Upcoming FOMC Meeting
There is definitely much anticipation over the next FOMC meeting. The next meeting announcement is scheduled on take place on November 3rd, 2010.
CNN Covers Quantitative Easing 2
The staff at CNN are definitely keeping an eye on the FED. In the video below, they discuss what quantitative easing 2 is and how it affects us (meaning you and me…everyone).
Former FED Chairman Paul Volcker
Economists around the world can’t seem to agree as to what the outcome will be once the FED starts another around of asset purchases. Many economists are optimistic; thinking that additional quantitative easing will do what it is meant to do, that is help spur the economy into a stronger recovery and push inflation higher while easing concerns regarding deflation. However, there are many economists who are more on the pessimistic side; believing that additional quantitative easing will do more harm than good.
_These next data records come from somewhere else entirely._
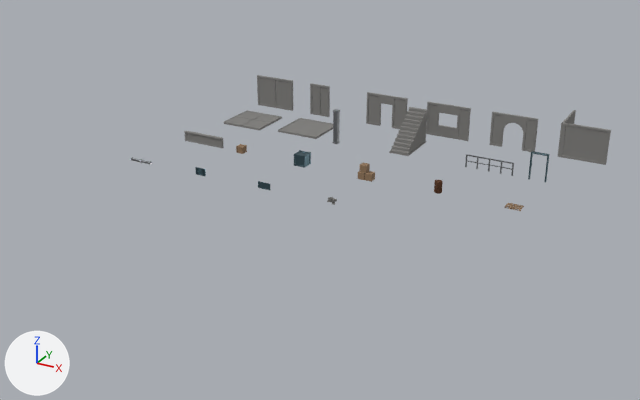
An edit to the Blender file source/ModKit.blend, drawn before and after from the same camera.
One viewpoint serves both versions: a camera (50 mm lens) standing at (46.3, -71.3, 26.8) and looking at (15.4, -15.2, -1.3). Every picture has the same lights, and +X, +Y and +Z are marked at lower left. The picture after the commit comes second.

The first picture shows 'SM_Barrel', 'SM_Ceiling_4m', 'SM_Crate_Large', 'SM_Crate_Small', 'SM_Crate_Stack', 'SM_Floor_4m', 'SM_Pallet', 'SM_Pipe_2m', 'SM_Rubble_Pile', 'SM_Sign_Wall', 'SM_Stairs_4m', 'SM_Vent_Wall', 'SM_Wall_Arch_4m', 'SM_Wall_Corner_4m', 'SM_Wall_Doorway_4m', 'SM_Wall_Half_2m', 'SM_Wall_Straight_4m', 'SM_Wall_Window_4m' and 4 more.
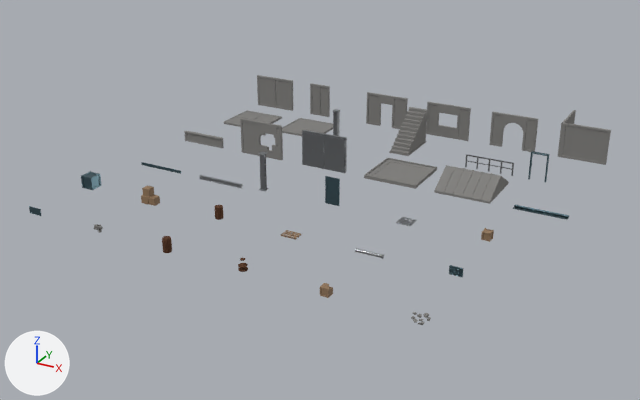
Boxes (x1, y1, x2, y2) around the edits, measured in the pictures (640 x 400 px):
'SM_Roof_Pitched_4m', added
    after: (434, 165, 509, 204)
'SM_Wall_Reinforced_4m', added
    after: (302, 130, 347, 173)
'SM_Roof_Flat_4m', added
    after: (364, 158, 437, 189)
'SM_Wall_Damaged_4m', added
    after: (240, 118, 283, 160)
'SM_Crate_Large', moved
    before: (294, 150, 311, 168)
    after: (81, 171, 101, 190)
'SM_Crate_Stack', moved
    before: (358, 162, 375, 182)
    after: (141, 185, 160, 206)
'SM_Door_Panel', added (cyan)
    after: (325, 176, 340, 206)
'SM_Roof_Ridge_4m', added
    after: (513, 205, 569, 220)
'SM_Support_Column_3m', added
    after: (258, 151, 269, 191)
'SM_Barrel', moved
    before: (434, 180, 443, 194)
    after: (214, 205, 224, 220)
'SM_Crate_Small', moved
    before: (236, 144, 247, 154)
    after: (481, 228, 494, 242)
'SM_Vent_Wall', moved
    before: (195, 167, 206, 176)
    after: (449, 265, 464, 277)
'SM_Pallet', moved
    before: (505, 203, 524, 211)
    after: (281, 230, 302, 240)
'SM_Beam_4m', added
    after: (200, 175, 243, 189)
'SM_Pipe_2m', moved
    before: (131, 157, 152, 165)
    after: (355, 248, 384, 259)
'SM_Sign_Wall', moved
    before: (258, 181, 270, 190)
    after: (29, 206, 41, 216)
'SM_Crate_Broken', added
    after: (320, 283, 333, 298)
'SM_Barrel_Open', added
    after: (162, 236, 172, 253)
'SM_Floor_Hatch', added
    after: (396, 217, 417, 226)
'SM_Roof_Trim_4m', added
    after: (142, 162, 181, 174)
'SM_Debris_Scatter', added
    after: (411, 312, 431, 325)
'SM_Rubble_Pile', moved
    before: (327, 197, 337, 205)
    after: (94, 224, 103, 233)
'SM_Barrel_Dented', added
    after: (238, 258, 248, 272)

What changed in the scene script:
```text
Change ob_sm_crate_small:
    ob_sm_crate_small.location: (6.0, -12.0, 0.0) -> (30.0, -18.0, 0.0)
Change ob_sm_crate_large:
    ob_sm_crate_large.location: (12.0, -12.0, 0.0) -> (0.0, -24.0, 0.0)
Change ob_sm_crate_stack:
    ob_sm_crate_stack.location: (18.0, -12.0, 0.0) -> (6.0, -24.0, 0.0)
Change ob_sm_barrel:
    ob_sm_barrel.location: (24.0, -12.0, 0.0) -> (12.0, -24.0, 0.0)
Change ob_sm_pallet:
    ob_sm_pallet.location: (30.0, -12.0, 0.0) -> (18.0, -24.0, 0.0)
Change ob_sm_pipe_2m:
    ob_sm_pipe_2m.location: (0.0, -18.0, 0.0) -> (24.0, -24.0, 0.0)
Change ob_sm_vent_wall:
    ob_sm_vent_wall.location: (6.0, -18.0, 0.0) -> (30.0, -24.0, 0.0)
Change ob_sm_sign_wall:
    ob_sm_sign_wall.location: (12.0, -18.0, 0.0) -> (0.0, -30.0, 0.0)
Change ob_sm_rubble_pile:
    ob_sm_rubble_pile.location: (18.0, -18.0, 0.0) -> (6.0, -30.0, 0.0)
Add ob_sm_floor_hatch:
    ob_sm_floor_hatch = bpy.data.objects.new('SM_Floor_Hatch', me_sm_floor_hatch)  # 504 vertices, 460 faces; spans x -0.55..0.55, y -0.55..0.55, z -0.07..0.02; in mat_m_steel (grey #979a9e)
    ob_sm_floor_hatch.location = (24.0, -18.0, 0.0)
Add ob_sm_door_panel:
    ob_sm_door_panel = bpy.data.objects.new('SM_Door_Panel', me_sm_door_panel)  # 562 vertices, 515 faces; spans x -0.6..0.58, y -0.05..0.05, z 0.0..2.17; in mat_m_paintedmetal (cyan #5c767f)
    ob_sm_door_panel.location = (18.0, -18.0, 0.0)
Add ob_sm_support_column_3m:
    ob_sm_support_column_3m = bpy.data.objects.new('SM_Support_Column_3m', me_sm_support_column_3m)  # 952 vertices, 826 faces; spans x -0.28..0.28, y -0.28..0.28, z 0.0..3.0; in mat_m_steel (grey #979a9e)
    ob_sm_support_column_3m.location = (12.0, -18.0, 0.0)
Add ob_sm_beam_4m:
    ob_sm_beam_4m = bpy.data.objects.new('SM_Beam_4m', me_sm_beam_4m)  # 342 vertices, 293 faces; spans x 0.0..4.0, y -0.1..0.1, z -0.32..0.02; in mat_m_steel (grey #979a9e)
    ob_sm_beam_4m.location = (6.0, -18.0, 0.0)
Add ob_sm_roof_trim_4m:
    ob_sm_roof_trim_4m = bpy.data.objects.new('SM_Roof_Trim_4m', me_sm_roof_trim_4m)  # 568 vertices, 506 faces; spans x 0.0..4.0, y 0.0..0.16, z -0.26..0.0; in mat_m_paintedmetal (cyan #5c767f)
    ob_sm_roof_trim_4m.location = (0.0, -18.0, 0.0)
Add ob_sm_roof_ridge_4m:
    ob_sm_roof_ridge_4m = bpy.data.objects.new('SM_Roof_Ridge_4m', me_sm_roof_ridge_4m)  # 130 vertices, 128 faces; spans x 0.0..4.0, y -0.26..0.26, z -0.01..0.17; in mat_m_paintedmetal (cyan #5c767f)
    ob_sm_roof_ridge_4m.location = (30.0, -12.0, 0.0)
Add ob_sm_roof_pitched_4m:
    ob_sm_roof_pitched_4m = bpy.data.objects.new('SM_Roof_Pitched_4m', me_sm_roof_pitched_4m)  # 695 vertices, 625 faces; spans x -0.22..4.22, y -0.22..4.22, z 0.0..1.53; in mat_m_concrete (grey #807f7c)
    ob_sm_roof_pitched_4m.location = (24.0, -12.0, 0.0)
Add ob_sm_roof_flat_4m:
    ob_sm_roof_flat_4m = bpy.data.objects.new('SM_Roof_Flat_4m', me_sm_roof_flat_4m)  # 238 vertices, 216 faces; spans x -0.22..4.22, y -0.22..4.22, z 0.0..0.28; in mat_m_concrete (grey #807f7c)
    ob_sm_roof_flat_4m.location = (18.0, -12.0, 0.0)
Add ob_sm_debris_scatter:
    ob_sm_debris_scatter = bpy.data.objects.new('SM_Debris_Scatter', me_sm_debris_scatter)  # 704 vertices, 659 faces; spans x -0.532..0.667, y -0.532..0.676, z 0.0..0.178; in mat_m_concrete (grey #807f7c)
    ob_sm_debris_scatter.location = (30.0, -30.0, 0.0)
Add ob_sm_crate_broken:
    ob_sm_crate_broken = bpy.data.objects.new('SM_Crate_Broken', me_sm_crate_broken)  # 567 vertices, 510 faces; spans x -0.3..0.3, y -0.3..0.3, z 0.0..0.6; in mat_m_wood (brown #907458)
    ob_sm_crate_broken.location = (24.0, -30.0, 0.0)
Add ob_sm_barrel_dented:
    ob_sm_barrel_dented = bpy.data.objects.new('SM_Barrel_Dented', me_sm_barrel_dented)  # 722 vertices, 617 faces; spans x -0.313..0.313, y -0.313..0.313, z 0.172..0.935; in mat_m_rustediron (brown #795642)
    ob_sm_barrel_dented.location = (18.0, -30.0, 0.0)
Add ob_sm_barrel_open:
    ob_sm_barrel_open = bpy.data.objects.new('SM_Barrel_Open', me_sm_barrel_open)  # 1536 vertices, 1296 faces; spans x -0.313..0.313, y -0.313..0.313, z 0.0..1.01; in mat_m_rustediron (brown #795642)
    ob_sm_barrel_open.location = (12.0, -30.0, 0.0)
Add ob_sm_wall_reinforced_4m:
    ob_sm_wall_reinforced_4m = bpy.data.objects.new('SM_Wall_Reinforced_4m', me_sm_wall_reinforced_4m)  # 1427 vertices, 1288 faces; spans x 0.0..4.0, y -0.1..0.2, z 0.0..3.0; in mat_m_steel (grey #979a9e)
    ob_sm_wall_reinforced_4m.location = (12.0, -12.0, 0.0)
Add ob_sm_wall_damaged_4m:
    ob_sm_wall_damaged_4m = bpy.data.objects.new('SM_Wall_Damaged_4m', me_sm_wall_damaged_4m)  # 879 vertices, 784 faces; spans x 0.0..4.0, y 0.0..0.2, z 0.0..3.0; in mat_m_concrete (grey #807f7c)
    ob_sm_wall_damaged_4m.location = (6.0, -12.0, 0.0)
```
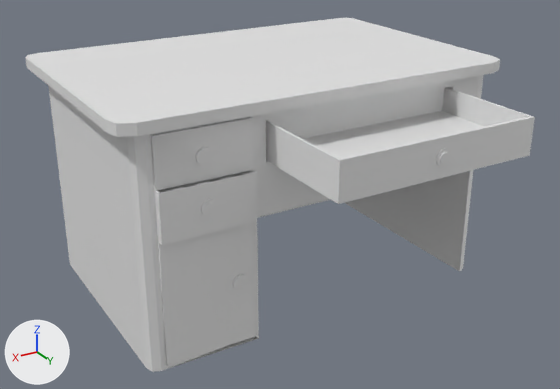
The Blender file Assets/Custom Models/desky desk.blend, before and after one commit.
One viewpoint serves both versions: a 50 mm lens placed at (5.54, 1.78, 4.57), pointed at (1.41, -5.1, 1.13). Lighting does not change. The marker at lower left points along +X, +Y and +Z. Materials are left out; every surface is plain grey.

The first picture shows 'bottom cabinet', 'long drawer.bottom', 'long drawer.front', 'long drawer.left', 'long drawer.rear', 'long drawer.right', 'mani chself', 'middle drawer.bottom', 'middle drawer.front', 'middle drawer.right', 'top drawer.top'.
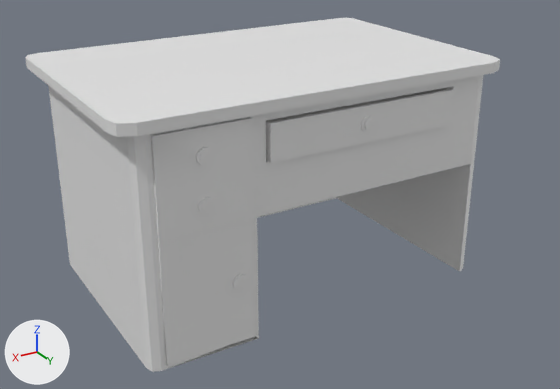
Location of each change, (x1, y1, x2, y2) in pixels of the pictures (560 x 389 px):
'long drawer.front', deleted: before (338, 117, 535, 204)
'long drawer', now drawn: after (266, 88, 454, 163)
'top drawer', now drawn: after (150, 117, 254, 191)
'top drawer.top', no longer drawn: before (152, 118, 253, 191)
'middle drawer.front', no longer drawn: before (158, 172, 257, 245)
'middle drawer', now drawn: after (154, 170, 254, 243)
'long drawer.rear', deleted: before (267, 88, 444, 139)
'long drawer.bottom', deleted: before (304, 111, 484, 158)
'long drawer.left', deleted: before (266, 120, 340, 204)
'long drawer.right', deleted: before (442, 88, 533, 126)
'middle drawer.left', no longer drawn: before (154, 190, 162, 245)
'middle drawer.bottom', deleted: before (158, 179, 210, 192)
'middle drawer.right', deleted: before (209, 170, 256, 181)
'top drawer.left', no longer drawn: before (150, 135, 156, 191)
'top drawer.right', no longer drawn: before (193, 117, 252, 128)
'top drawer.bottom', no longer drawn: before (153, 128, 189, 135)

The change, as a diff of the scene's bpy script:
```diff
--- a/Assets/Custom Models/desky desk.blend.py
+++ b/Assets/Custom Models/desky desk.blend.py
@@ me_untitled_012 @@
-me_untitled_012.from_pydata(...)  # 0 vertices, 0 faces; spans empty
+me_untitled_012.from_pydata(...)  # 97 vertices, 81 faces; spans x -0.501..0.492, y -1.018..0.33, z -0.233..0.28
+# me_untitled_012 part 1: the whole mesh is rebuilt
@@ me_untitled_007_1 @@
+me_untitled_007_1.from_pydata(...)  # 119 vertices, 81 faces; spans x -0.502..0.49, y -1.139..0.205, z -0.272..0.242
@@ me_untitled_015_1 @@
+me_untitled_015_1.from_pydata(...)  # 86 vertices, 82 faces; spans x -1.22..1.22, y -1.05..0.3, z -0.2..0.19
@@ ob_long_drawer @@
-ob_long_drawer = bpy.data.objects.new('long drawer', None)
-ob_long_drawer.location = (1.036, -4.082, 1.968)
+ob_long_drawer = bpy.data.objects.new('long drawer', me_untitled_015_1)
+ob_long_drawer.location = (0.898, -4.496, 2.123)
@@ ob_long_drawer_right @@
-ob_long_drawer_right = bpy.data.objects.new('long drawer.right', me_untitled_016)
@@ ob_long_drawer_left @@
-ob_long_drawer_left = bpy.data.objects.new('long drawer.left', me_untitled_014)
@@ ob_long_drawer_front @@
-ob_long_drawer_front = bpy.data.objects.new('long drawer.front', me_untitled_017)
@@ ob_long_drawer_bottom @@
-ob_long_drawer_bottom = bpy.data.objects.new('long drawer.bottom', me_untitled_015)
@@ ob_long_drawer_rear @@
-ob_long_drawer_rear = bpy.data.objects.new('long drawer.rear', me_long_drawer_rear)
@@ ob_middle_drawer @@
-ob_middle_drawer = bpy.data.objects.new('middle drawer', None)
-ob_middle_drawer.location = (2.731, -4.178, 1.461)
+ob_middle_drawer = bpy.data.objects.new('middle drawer', me_untitled_007_1)
+ob_middle_drawer.location = (2.726, -4.418, 1.64)
@@ ob_middle_drawer_bottom @@
-ob_middle_drawer_bottom = bpy.data.objects.new('middle drawer.bottom', me_untitled_013)
@@ ob_middle_drawer_right @@
-ob_middle_drawer_right = bpy.data.objects.new('middle drawer.right', me_untitled_007)
@@ ob_top_drawer @@
 ob_top_drawer = bpy.data.objects.new('top drawer', me_untitled_012)
-ob_top_drawer.location = (3.15, -5.911, -0.04)
+ob_top_drawer.location = (2.724, -4.539, 2.115)
```
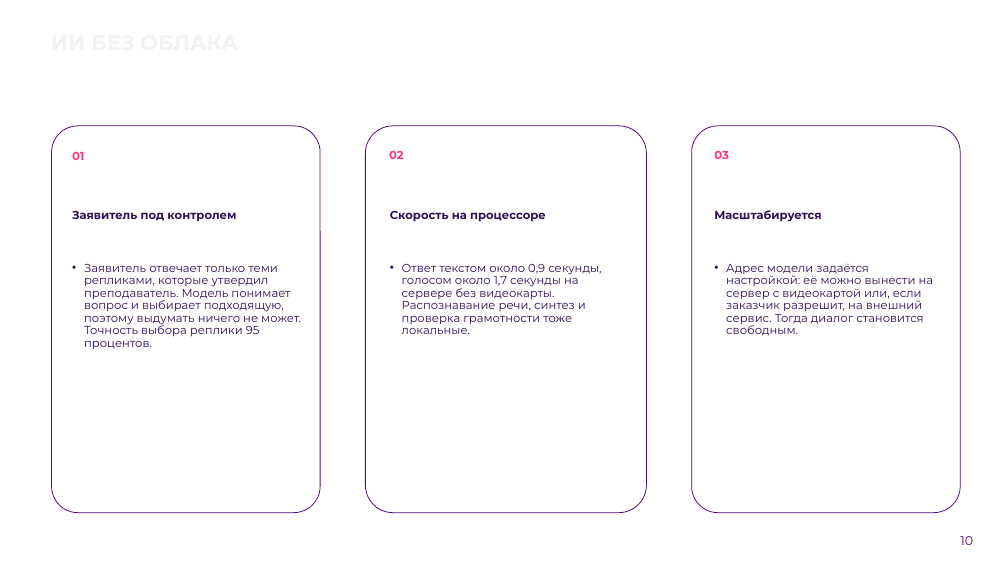
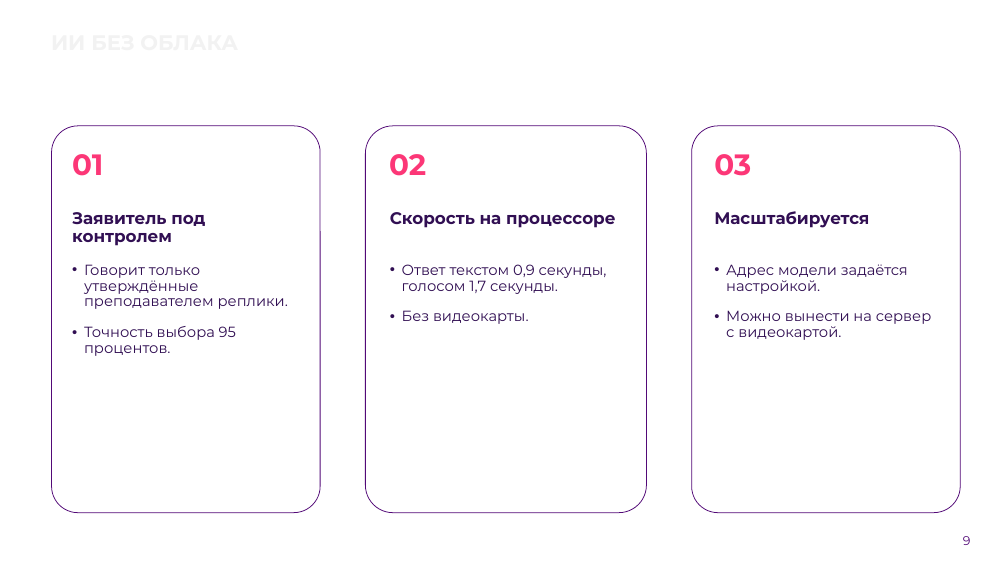
Before and after one commit to Vadik145-beep/lct-112-simulator, a slide deck: slide 9 of docs/presentation/ЛЦТ2026_Ультратех_задача9.pptx (slide 10 before the commit). Drawn at 1008x567 pixels with LibreOffice and Linux fonts; fonts in the diff are those of the drawing; background and template pictures are left out. Boxes give left, top, right and bottom in pixels: in the first picture for what was removed or moved away, otherwise in the second. Text is boxed around its words. In the diff, an @@ line names an element or a change of style, - is before the commit and + after.

```diff
--- a/docs/presentation/ЛЦТ2026_Ультратех_задача9.pptx
+++ b/docs/presentation/ЛЦТ2026_Ультратех_задача9.pptx
@@ size 11 to 28 pt; more space between paragraphs in 3 elements at [72,154,103,176], [389,154,426,176], [714,154,751,176] @@
@@ size 11 to 16 pt; more space between paragraphs in 3 elements at [72,212,205,246], [390,212,616,228], [714,211,869,228] @@
@@ text at [84,264,288,356]: text changed; size 11 to 14 pt @@
-• Заявитель отвечает только теми репликами, которые утвердил преподаватель. Модель понимает вопрос и выбирает подходящую, поэтому выдумать ничего не может. Точность выбора реплики 95 процентов.
+• Говорит только утверждённые преподавателем реплики.
+• Точность выбора 95 процентов.
@@ text at [402,264,607,324]: text changed; size 11 to 14 pt @@
-• Ответ текстом около 0,9 секунды, голосом около 1,7 секунды на сервере без видеокарты. Распознавание речи, синтез и проверка грамотности тоже локальные.
+• Ответ текстом 0,9 секунды, голосом 1,7 секунды.
+• Без видеокарты.
@@ text at [726,264,932,340]: text changed; size 11 to 14 pt @@
-• Адрес модели задаётся настройкой: её можно вынести на сервер с видеокартой или, если заказчик разрешит, на внешний сервис. Тогда диалог становится свободным.
+• Адрес модели задаётся настройкой.
+• Можно вынести на сервер с видеокартой.
@@ page number at [963,536,971,545]: text changed @@
-10
+9
```
Also in this commit, not shown: 11 other slides changed, 5 slides added, 1 other file.

One major voice in the pessimistic group is no other than Paul Volcker, former chairman of the Federal Reserve.
“When you get interest rates as low as they are, they can’t go much lower, so I don’t look for any overpowering results of this action…”
- Paul Volcker, Former Chairman of the Federal Reserve – MoneyControl
Paul Volcker also warned about the risk of high inflation.
“When money is too easy for too long, we will have more asset bubbles.”
- Paul Volcker, Former Chairman of the Federal Reserve – TodayOnline
With only one more day until the FED monetary policy meeting announcement, the currency markets are definitely quiet as the entire world waits on the words that is to come from the Federal Reserve.
Section Date: November 3rd, 2010
The Federal Reserve is going to Pump $600 Billion Dollars into the U.S. Economy
The FED has pulled the trigger and is going full stream ahead with quantitative easing 2. According to the FOMC, the U.S. economy is still recovering slowly, the housing market is still weak and unemployment is still high; not to mention that inflation continues to be on the low side.
So in response to their findings, the Federal Reserve, in an effort to promote a strong recovery, is going to start pumping $75 billion dollars every month into the U.S. economy until it hits $600 billion dollars.
“To promote a stronger pace of economic recovery and to help ensure that inflation, over time, is at levels consistent with its mandate, the Committee decided today to expand its holdings of securities.
The Committee will maintain its existing policy of reinvesting principal payments from its securities holdings. In addition, the Committee intends to purchase a further $600 billion of longer-term Treasury securities by the end of the second quarter of 2011, a pace of about $75 billion per month.
The Committee will regularly review the pace of its securities purchases and the overall size of the asset-purchase program in light of incoming information and will adjust the program as needed to best foster maximum employment and price stability.”